I think there must have been a Gendarme convention in Pontoise. They were everywhere. At one point, Frank9755 and Titus had made the green light, but Teef and I didn't as it had changed to red and I wasn't going over a red light. Within five seconds two Gendarme turned up alongside us on motorbikes. "Oh gawd" I thought. We nodded to acknowledge them, the lights changed and they pulled away ahead. On to the next set. This time a police car on the other side of the road did a massive U-turn across four lanes and came to speak to us. Apparently the French cycling laws changed three weeks ago and cyclists can continue over red lights if it is a t-junction and clear (not at a crossroads). (I am going to triple check this and will come back!) I asked him what his name was so I could quote him and he pointed to his name on the side of the car "P O L I C E"!! 

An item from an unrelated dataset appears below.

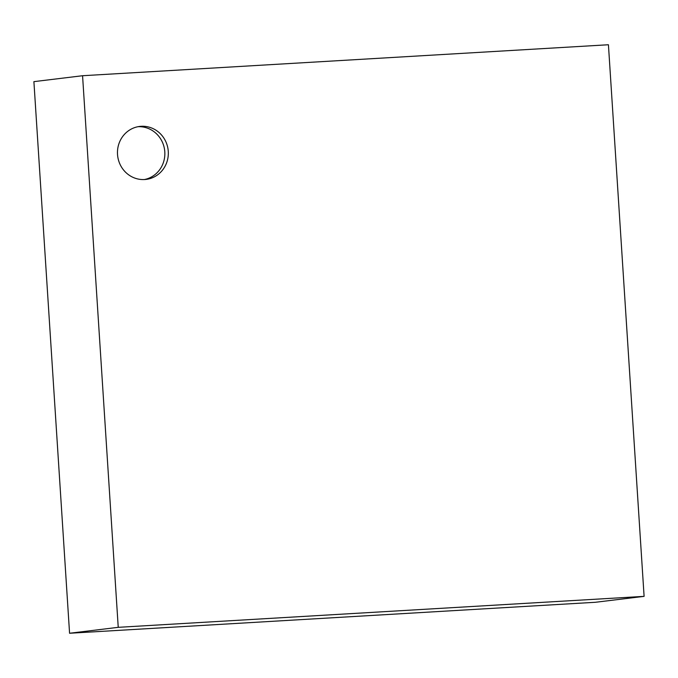 <?xml version="1.0" encoding="UTF-8"?>
<svg xmlns="http://www.w3.org/2000/svg" width="678" height="678" viewBox="0 0 678 678"><rect width="100%" height="100%" fill="white"/><g stroke="black" fill="none" stroke-linecap="round" stroke-linejoin="round"><path stroke-width="1.02" d="M137.939 126.71A26.679 25.417 -96.9 0 1 164.796 151.847A26.679 25.417 -96.9 0 1 144.372 179.543M168.271 151.423A26.679 25.417 -96.9 0 1 146.117 179.399A26.679 25.417 -96.9 0 1 117.667 155.991A26.679 25.417 -96.9 0 1 139.668 126.439A26.679 25.417 -96.9 0 1 168.271 151.423M82.563 75.724L33.9 81.64L69.571 633.252L595.437 602.276L644.1 596.36L608.429 44.748L82.563 75.724L118.235 627.328L644.1 596.36M69.571 633.252L118.235 627.328"/></g></svg>

Onwards we went right up a hill aka Swaines Lane. From the top of which we could see - Paris! Right there, like being at Primrose Hill and looking down to London Town. Fan-Tastic. Centre-Ville we bounded and the boys very kindly agreed to go straight to the Arc de Triomphe for a photo before settling into a bar or two. I have only seen Paris once from the car at night. Excluding trips to the Alps via the dreaded Peripherique. We rode around the Arc - no lines, mad traffic, very weird - but the photo was taken by a Gendarme who was trying to tell us we couldn't stop there! A cab driver took particular pains to drive alongside me to tell me I had no right to be there. Pedal on, I thought Pedal on! Then down the Champs Elysees, along to Le Louvre (AKA Puncture Point pour Titus) and on to the end. 

We made our way back to the Etap hotel where the boys and the rest of the group from Newhaven were staying. I thought I was booked in to a hotel just around the corner - it was but about two miles up the road around the corner. By the time I reached my hotel it was way past the restaurant rendez-vous heure. Every item of clothing in my rucksack (apart from my clean underwear thank goodness) was drenched through. Dis-gusting. I ordered a cab, showered (lovely hot water with soap - not cold with rain) Thankfully I had been leant an FNRttC top so I wore that and had to put my cycling legging things on again and joined the others. 10 (or so I didnt count) for dinner in Paris.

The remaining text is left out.